We have all heard that credit cards are bad but why is that? What is so bad about them and what do we do about it?
I have done some calculations to show how bad credit cards can be – they certainly show how the cc can seriously impact your wealth over time. First things first though, I want first to talk about the concept of a credit card and how that concept itself leads us into financial trouble. The concept of the credit card is to make you think you can afford something NOW that you cannot – let’s have a look!

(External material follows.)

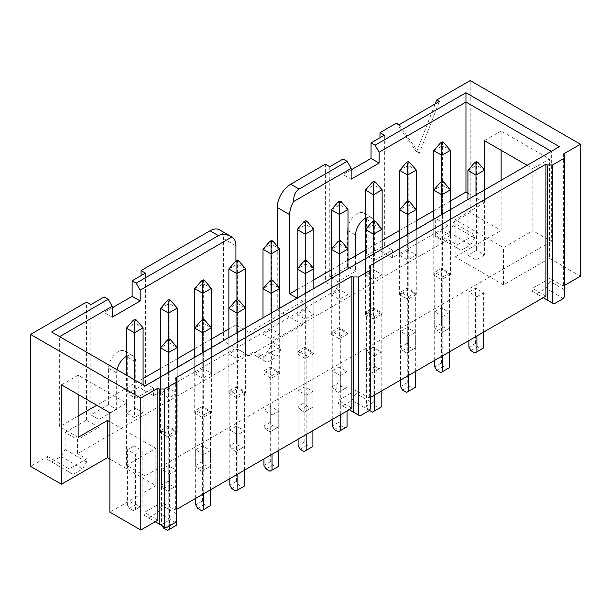 <?xml version="1.0" encoding="UTF-8"?>
<svg xmlns="http://www.w3.org/2000/svg" width="611" height="611" viewBox="0 0 611 611"><rect width="100%" height="100%" fill="white"/><g stroke="black" fill="none" stroke-linecap="round" stroke-linejoin="round"><path stroke-width="0.46" stroke-dasharray="3.06 2.29" d="M369.365 266.106L369.365 398.067L370.709 397.287M563.373 154.094L563.373 286.055L564.717 285.276M175.349 378.117L175.349 510.078L176.694 509.299M435.169 103.916L416.557 151.887L419.245 153.445L439.408 101.464M419.245 153.445L399.075 124.751M416.557 151.887L396.386 123.201M551.343 241.383L145.036 475.961L145.036 385.915L551.343 151.337L551.343 241.383L532.853 230.706L532.853 168.613L549.526 158.982L501.127 131.037L501.127 150.291M580.45 276.195L549.526 258.346L549.526 158.982M501.127 180.329L501.127 230.4L470.203 212.544L470.203 80.583M145.036 475.961L126.546 465.292L126.546 403.191L78.147 375.246L78.147 394.492M78.147 437.346L59.657 426.669L59.657 336.623L145.036 385.915M467.919 193.213L484.454 202.768L484.454 169.927M527.14 165.314L532.853 168.613M551.343 151.337L559.409 146.678M78.147 375.246L61.474 384.869M109.873 459.082L155.858 485.63L155.858 448.367L109.873 421.819M109.873 412.815L126.546 403.191M126.546 465.292L155.858 448.367M155.858 485.63L109.873 512.171M549.526 258.346L503.548 284.894L503.548 247.631L532.853 230.706M503.548 284.894L455.142 256.948L455.142 219.685L503.548 247.631M501.127 131.037L484.454 140.667M484.454 202.768L455.142 219.685M455.142 256.948L501.127 230.4M302.812 324.716L249.028 355.762L249.028 332.476L302.812 301.422L302.812 324.716L289.706 317.147L235.922 348.194L223.489 341.014L223.489 238.55A19.017 10.975 120 0 0 219.548 229.843M59.657 336.623L51.591 331.972M302.812 301.422L297.099 298.122M277.264 246.157L277.264 309.96L289.706 317.147L337.837 289.354L325.396 282.175L277.264 309.96M249.028 355.762L235.922 348.194L153.506 395.775L141.065 388.596L223.489 341.014M235.922 261.019L235.922 324.907L249.028 332.476M450.437 201.057L433.764 210.68M416.29 220.777L399.617 230.4M382.135 240.49L365.462 250.113M347.987 260.21L331.315 269.833M313.833 279.922L297.167 289.545M235.922 324.907L228.865 328.978M211.383 339.074L194.71 348.698M177.236 358.787L160.563 368.418M143.081 378.507L96.767 405.246M78.147 415.999L59.657 426.669M177.236 432.451L168.628 437.423L160.563 432.764L169.171 427.799L177.236 432.451L177.236 367.326M211.383 412.738L202.783 417.703L194.71 413.051L203.318 408.079L211.383 412.738L211.383 347.613M245.538 393.018L236.931 397.99L228.865 393.331L237.465 388.367L245.538 393.018L245.538 327.893M279.685 373.306L271.078 378.27L263.013 373.611L271.62 368.647L279.685 373.306L279.685 308.173M313.833 353.586L305.233 358.558L297.167 353.899L305.767 348.927L313.833 353.586L313.833 288.461M347.987 333.873L339.38 338.838L331.315 334.179L339.922 329.214L347.987 333.873L347.987 268.741M382.135 314.153L373.535 319.125L365.462 314.466L374.069 309.494L382.135 314.153L382.135 249.028M416.29 294.441L407.682 299.405L399.617 294.746L408.217 289.782L416.29 294.441L416.29 229.308M450.437 274.721L441.829 279.693L433.764 275.034L442.372 270.062L450.437 274.721L450.437 209.596M484.584 255.008L475.984 259.973L467.919 255.314L476.519 250.35L484.584 255.008L484.584 189.876M450.437 235.288L441.829 240.26L433.764 235.602L442.372 230.63L450.437 235.288L450.437 189.8L442.372 185.141L442.372 270.062M416.29 255.008L407.682 259.973L399.617 255.314L408.217 250.35L416.29 255.008L416.29 209.52L408.217 204.861L408.217 289.782M382.135 274.721L373.535 279.693L365.462 275.034L374.069 270.062L382.135 274.721L382.135 229.232L374.069 224.573L374.069 309.494M347.987 294.441L339.38 299.405L331.315 294.746L339.922 289.782L347.987 294.441L347.987 248.952L339.922 244.293L339.922 329.214M313.833 314.153L305.233 319.125L297.167 314.466L305.767 309.494L313.833 314.153L313.833 268.664L305.767 264.005L305.767 348.927M279.685 333.873L271.078 338.838L263.013 334.179L271.62 329.214L279.685 333.873L279.685 288.384L271.62 283.725L271.62 368.647M245.538 353.586L236.931 358.558L228.865 353.899L237.465 348.927L245.538 353.586L245.538 308.097L237.465 303.446L237.465 388.367M211.383 373.306L202.783 378.27L194.71 373.611L203.318 368.647L211.383 373.306L211.383 327.817L203.318 323.158L203.318 408.079M177.236 393.018L168.628 397.99L160.563 393.331L169.171 388.367L177.236 393.018L177.236 347.529L169.171 342.878L169.171 427.799M143.081 412.738L134.481 417.703L126.416 413.051L135.016 408.079L143.081 412.738L143.081 384.793M90.848 304.645L90.848 414.869L108.598 404.627L116.663 409.286L116.663 372.954A13.503 7.798 -60 0 1 117.022 369.747M126.416 356.305A13.503 7.798 -60 0 1 132.961 355.755A13.503 7.798 -60 0 1 135.757 361.933L135.757 398.257L127.691 393.606L145.441 383.357L153.506 388.016L135.757 398.257M365.462 218.295A13.503 7.798 -60 0 1 371.878 217.814A13.503 7.798 -60 0 1 374.673 223.993L374.673 260.324L366.608 255.665L384.357 245.416L392.422 250.075L374.673 260.324M448.084 225.703L392.422 257.842L379.989 250.663L435.651 218.524L448.084 225.703L448.084 239.672L271.551 341.595L271.551 344.703L267.519 351.684L258.109 357.122L254.077 354.792L254.077 351.684L77.544 453.606L77.544 439.637L65.102 432.451L86.479 420.108L98.921 427.295L77.544 439.637M325.396 164.183L325.396 282.175M141.065 388.596L141.065 275.653M112.225 317.14L104.16 312.488L104.16 296.961M351.149 169.889L343.077 174.547L351.149 179.206M343.077 174.547L343.077 159.02M329.772 166.704L329.772 276.936L337.837 281.595L337.837 289.354M329.772 276.936L347.514 266.686L355.579 271.345L337.837 281.595M355.579 255.818L355.579 271.345M347.514 266.686L347.514 230.362A13.503 7.798 -60 0 1 353.41 216.775A13.503 7.798 -60 0 1 363.812 213.155A13.503 7.798 -60 0 1 366.608 219.334L366.608 255.665M384.357 245.416L384.357 135.191M379.989 137.712L379.989 250.663M392.422 257.842L392.422 250.075M112.225 307.829L104.16 312.488M86.479 420.108L86.479 302.124M90.848 414.869L98.921 419.528L98.921 427.295M116.663 409.286L98.921 419.528M108.598 404.627L108.598 368.296A13.503 7.798 -60 0 1 114.494 354.708A13.503 7.798 -60 0 1 124.896 351.096A13.503 7.798 -60 0 1 127.691 357.275L127.691 393.606M145.441 383.357L145.441 273.132M153.506 395.775L153.506 388.016M475.984 194.848L475.984 259.973M467.919 255.314L467.919 199.507M467.919 170.393L476.519 165.428L476.519 250.35M476.519 161.548L476.519 165.428L484.584 170.087M433.764 235.602L433.764 190.113L442.372 185.141L442.372 181.261M433.764 150.68L442.372 145.708L442.372 230.63M441.829 181.574L441.829 240.26M442.372 141.828L442.372 145.708L450.437 150.367M441.829 214.56L441.829 279.693M433.764 275.034L433.764 219.219M399.617 255.314L399.617 209.825L408.217 204.861L408.217 200.981M399.617 170.393L408.217 165.428L408.217 250.35M407.682 201.286L407.682 259.973M408.217 161.548L408.217 165.428L416.29 170.087M407.682 234.28L407.682 299.405M399.617 294.746L399.617 238.939M365.462 275.034L365.462 229.545L374.069 224.573L374.069 220.693M365.462 190.113L374.069 185.141L374.069 270.062M373.535 221.006L373.535 279.693M374.069 181.261L374.069 185.141L382.135 189.8M373.535 253.993L373.535 319.125M365.462 314.466L365.462 258.652M331.315 294.746L331.315 249.257L339.922 244.293L339.922 240.413M331.315 209.825L339.922 204.861L339.922 289.782M339.38 240.719L339.38 299.405M339.922 200.981L339.922 204.861L347.987 209.52M339.38 273.713L339.38 338.838M331.315 334.179L331.315 278.372M297.167 314.466L297.167 268.977L305.767 264.005L305.767 260.126M297.167 229.545L305.767 224.573L305.767 309.494M305.233 260.439L305.233 319.125M305.767 220.693L305.767 224.573L313.833 229.232M305.233 293.425L305.233 358.558M297.167 353.899L297.167 298.084M263.013 334.179L263.013 288.69L271.62 283.725L271.62 279.846M263.013 249.257L271.62 244.293L271.62 329.214M271.078 280.151L271.078 338.838M271.62 240.413L271.62 244.293L279.685 248.952M271.078 313.145L271.078 378.27M263.013 373.611L263.013 317.804M228.865 353.899L228.865 308.41L237.465 303.446L237.465 299.558M228.865 268.977L237.465 264.005L237.465 348.927M236.931 299.871L236.931 358.558M237.465 260.126L237.465 264.005L245.538 268.664M236.931 332.858L236.931 397.99M228.865 393.331L228.865 337.516M194.71 373.611L194.71 328.13L203.318 323.158L203.318 319.278M194.71 288.69L203.318 283.725L203.318 368.647M202.783 319.591L202.783 378.27M203.318 279.846L203.318 283.725L211.383 288.384M202.783 352.578L202.783 417.703M194.71 413.051L194.71 357.236M160.563 393.331L160.563 347.842L169.171 342.878L169.171 338.99M160.563 308.41L169.171 303.446L169.171 388.367M168.628 339.304L168.628 397.99M169.171 299.558L169.171 303.446L177.236 308.097M168.628 372.298L168.628 437.423M160.563 432.764L160.563 376.949M126.416 413.051L126.416 375.169M126.416 328.13L135.016 323.158L135.016 408.079M134.481 379.821L134.481 417.703M135.016 319.278L135.016 323.158L143.081 327.817M176.694 520.167L176.694 378.889M370.709 408.156L370.709 266.877M564.717 296.144L564.717 154.866M470.203 212.544L453.125 222.404L453.125 225.512L449.093 232.493L439.683 237.931L435.651 235.602L435.651 218.524M65.102 432.451L65.102 449.528L61.069 456.516L51.66 461.954L47.627 459.625L47.627 456.516L30.55 466.376M47.627 456.516L69.135 468.935L86.617 458.846L77.544 453.606M254.077 351.684L263.15 356.923L280.625 346.834L271.551 341.595M448.084 239.672L457.158 244.912L474.64 234.823L453.125 222.404M563.373 286.055L549.931 278.295L532.448 288.384L545.898 296.144M369.365 398.067L355.915 390.307L338.441 400.396L351.883 408.156M175.349 510.078L161.907 502.318L144.433 512.408L157.875 520.167M169.568 474.136L176.296 470.256L168.224 465.597L161.503 469.485L169.568 474.136L169.568 525.834M272.025 414.991L278.746 411.111L270.681 406.452L263.952 410.332L272.025 414.991L272.025 454.263M306.172 395.271L312.893 391.391L304.828 386.732L298.107 390.612L306.172 395.271L306.172 434.551M374.474 355.839L381.195 351.959L373.13 347.3L366.409 351.18L374.474 355.839L374.474 395.118M408.622 336.126L415.343 332.239L407.277 327.588L400.556 331.468L408.622 336.126L408.622 375.398M476.924 296.694L483.645 292.806L475.579 288.155L468.858 292.035L476.924 296.694L476.924 335.966M442.776 316.406L449.497 312.526L441.432 307.868L434.704 311.747L442.776 316.406L442.776 355.686M203.723 454.424L210.444 450.544L202.378 445.885L195.657 449.765L203.723 454.424L203.723 493.703M340.319 375.559L347.048 371.671L338.975 367.02L332.254 370.9L340.319 375.559L340.319 414.831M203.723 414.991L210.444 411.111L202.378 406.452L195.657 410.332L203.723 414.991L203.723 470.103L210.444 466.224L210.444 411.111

If you had 10 100 bills in your wallet – would you pull out a credit card to buy something? The answer is, you likely would not – it would be hard to ignore the fact that you already have $1,000 sitting right there that you have already earned that you could use. If we always had that $1,000 in the wallet it would be simple…but… sadly we don’t have that, and the thing we want to buy is right there – it is so nice and guess what – we can easily reach for the credit card and buy it – there is no immediate impact. We have the $1,000 item and our bank account is still the same – no change at all.
Two weeks later – you are enjoying your new $1,000 thing that you really needed and guess what – still no impact on your bank account – life goes on with no problems at all….at the end of the month we get a statement from the credit card company! You now owe $1,000 to the cc company! Well what do we do now? Well we look at the payment required – clearly you don’t have $1,000 to pay the company but it gets easy again – the minimum payment is only $15 – wow, fantastic! That will give me time to come up with the money soon – tax return is due and I am getting $800 back.
A month later – credit card company sends the bill again – basically $1,000 plus the interest of $12 less the $15 payment – you now owe $997 and the tax return is due any day. On the way to work you hit a pothole and blow a tire – tires are worn out anyway so you go to the garage and there is a sale on tires. The tires are $700 but the wheel is bent and you now need an alignment – $700 plus $350 for the wheel and $180 for the alignment – $1,230 and there is no room in the budget for that so now you owe $2,227! The $800 is still on its way though so it won’t take long to fix this.
One month later the tax return is back and it was only $500 instead of $800 and the statement from the cc company is looking for $32 as the minimum payment. You pay the $500 on the statement instead of the $32 and feel pretty good.
It is now April and it has been a tough winter – work has been stressful and your friends have found a deal on an amazing trip. $2,200 for a week at an amazing 5 star all inclusive. The price is usually $4,000 so the deal is too good to pass up – I mean really – a savings of $1,800!! So now your statement comes in and it is $3,927 plus the interest of $27 for $3,954. Minimum payment of $44 for the month and this is a tough month – finding the $44 is tough – your car insurance is due and property taxes are due. You make the $44 payment but put the insurance on the cc for $700 for the year. This is not a problem since you can pay the $700 over 6 months at $140 a month plus the $44 or $188 a month.
In June the trip is amazing – there were so many fun things to do and you spent another $1,500 on the trip for shopping, excursions and a few nights out on the town in Cancun.
You cc bill is now $5,500 in a period of 5 months – by Christmas is it $10,000 with a payment of $300 a month that you cannot afford. You can make the payment but there is no room left to pay the amount any faster than the minimum payment – now the trouble of a credit card sets in.
Let’s talk about the situation that you are now in. You owe $10,000 at a 20% interest rate and although you can make the minimum payment you don’t have the money to pay the amount down any faster so you are pretty well stuck with a monthly interest cost of $166.
Sadly, this is not a story that is all that unusual – it actually happens all the time. People end up with a $10,000 credit card bill and I have done a calculation for you to show you the impact on your wealth. Carrying the 10,000 balance for a period of 30 years (again not that uncommon), the $166 interest payment if invested at 10% interest over that time will cost you $377,000. SCARY!
My point with this discussion to impress on you the ease of getting into the initial debt and how much that will cost you over a period of time.
The real risk of a credit card is wanting things that you cannot afford NOW. A credit card does not make it so you can afford it NOW. A credit card takes money from the future to buy something that you cannot afford NOW – don’t make that mistake and 30 years from now when you have your $400,000 you will thank me!